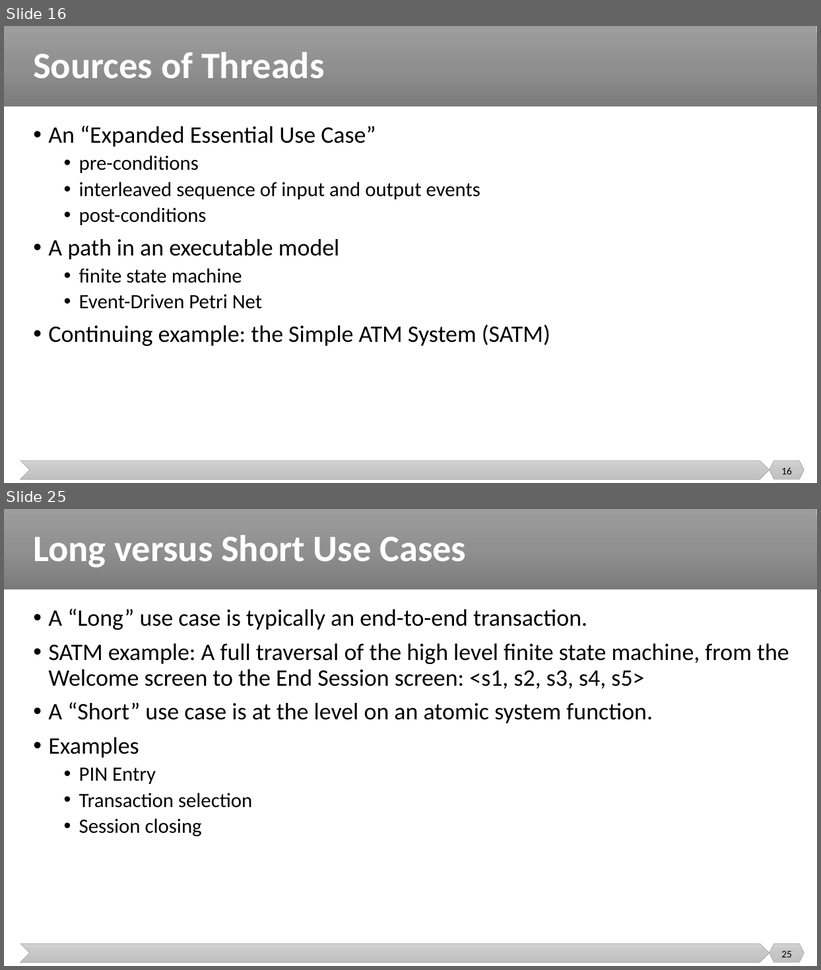
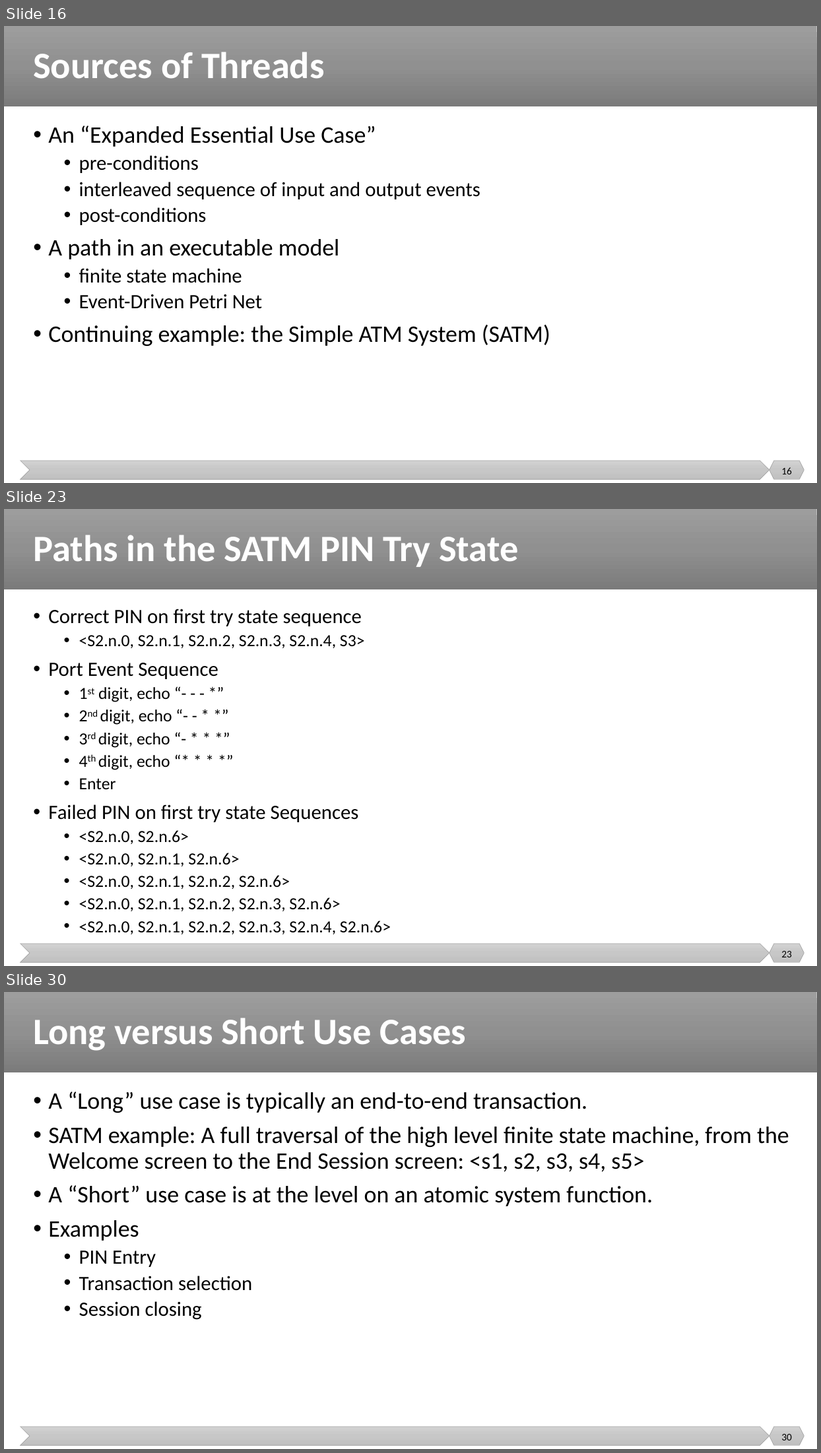
Before and after one commit to malenezi/malenezi, a slide deck: new_SE401/Lectures/8-Integration, System and Regression Testing/System Testing.pptx. Shown one above the other, each under a label of ours: slides 16 and 25 before the commit, slides 16, 23 and 30 after it; the slides between them are not shown. The pictures are 821x970 and 821x1453 pixels, drawn with LibreOffice and Linux fonts; fonts in the diff are those of the drawing. Boxes give left, top, right and bottom in pixels: in the first picture for what was removed or moved away, otherwise in the second. Text is boxed around its words. In the diff, an @@ line names an element or a change of style, - is before the commit and + after.

```diff
--- a/new_SE401/Lectures/8-Integration, System and Regression Testing/System Testing.pptx
+++ b/new_SE401/Lectures/8-Integration, System and Regression Testing/System Testing.pptx
@@ slide 23 added at <box>4,509,817,966</box>, background #FFFFFF; not listed: 3 template elements that a slide beside it also shows @@
@@ title added at <box>33,535,518,567</box>, 44 pt, text #FFFFFF, bold @@
+Paths in the SATM PIN Try State
@@ text added at <box>48,609,391,935</box>, 20 pt, text #000000 @@
+• Correct PIN on first try state sequence
+  • <S2.n.0, S2.n.1, S2.n.2, S2.n.3, S2.n.4, S3>
+• Port Event Sequence
+  • 1st digit, echo “- - - *”
+  • 2nd digit, echo “- - * *”
+  • 3rd digit, echo “- * * *”
+  • 4th digit, echo “* * * *”
+  • Enter
+• Failed PIN on first try state Sequences
+  • <S2.n.0, S2.n.6>
+  • <S2.n.0, S2.n.1, S2.n.6>
+  • <S2.n.0, S2.n.1, S2.n.2, S2.n.6>
+  • <S2.n.0, S2.n.1, S2.n.2, S2.n.3, S2.n.6>
+  • <S2.n.0, S2.n.1, S2.n.2, S2.n.3, S2.n.4, S2.n.6>
@@ page number added at <box>781,951,792,958</box>, 12 pt, text #000000 @@
+23
@@ what was slide 25 is now slide 30 @@
@@ page number at <box>781,1434,792,1441</box>: text changed @@
-25
+30
```
Also in this commit, not shown: 16 slides changed, 5 other slides added, 2 slides removed, 1 other file.
::::
**WORK INSTRUCTION:**
A word-for-word copy of the records above is needed, pictures excluded.

**ANSWER AREA:**
Before and after one commit to malenezi/malenezi, a slide deck: new_SE401/Lectures/8-Integration, System and Regression Testing/System Testing.pptx. Shown one above the other, each under a label of ours: slides 16 and 25 before the commit, slides 16, 23 and 30 after it; the slides between them are not shown. The pictures are 821x970 and 821x1453 pixels, drawn with LibreOffice and Linux fonts; fonts in the diff are those of the drawing. Boxes give left, top, right and bottom in pixels: in the first picture for what was removed or moved away, otherwise in the second. Text is boxed around its words. In the diff, an @@ line names an element or a change of style, - is before the commit and + after.

```diff
--- a/new_SE401/Lectures/8-Integration, System and Regression Testing/System Testing.pptx
+++ b/new_SE401/Lectures/8-Integration, System and Regression Testing/System Testing.pptx
@@ slide 23 added at <box>4,509,817,966</box>, background #FFFFFF; not listed: 3 template elements that a slide beside it also shows @@
@@ title added at <box>33,535,518,567</box>, 44 pt, text #FFFFFF, bold @@
+Paths in the SATM PIN Try State
@@ text added at <box>48,609,391,935</box>, 20 pt, text #000000 @@
+• Correct PIN on first try state sequence
+  • <S2.n.0, S2.n.1, S2.n.2, S2.n.3, S2.n.4, S3>
+• Port Event Sequence
+  • 1st digit, echo “- - - *”
+  • 2nd digit, echo “- - * *”
+  • 3rd digit, echo “- * * *”
+  • 4th digit, echo “* * * *”
+  • Enter
+• Failed PIN on first try state Sequences
+  • <S2.n.0, S2.n.6>
+  • <S2.n.0, S2.n.1, S2.n.6>
+  • <S2.n.0, S2.n.1, S2.n.2, S2.n.6>
+  • <S2.n.0, S2.n.1, S2.n.2, S2.n.3, S2.n.6>
+  • <S2.n.0, S2.n.1, S2.n.2, S2.n.3, S2.n.4, S2.n.6>
@@ page number added at <box>781,951,792,958</box>, 12 pt, text #000000 @@
+23
@@ what was slide 25 is now slide 30 @@
@@ page number at <box>781,1434,792,1441</box>: text changed @@
-25
+30
```
Also in this commit, not shown: 16 slides changed, 5 other slides added, 2 slides removed, 1 other file.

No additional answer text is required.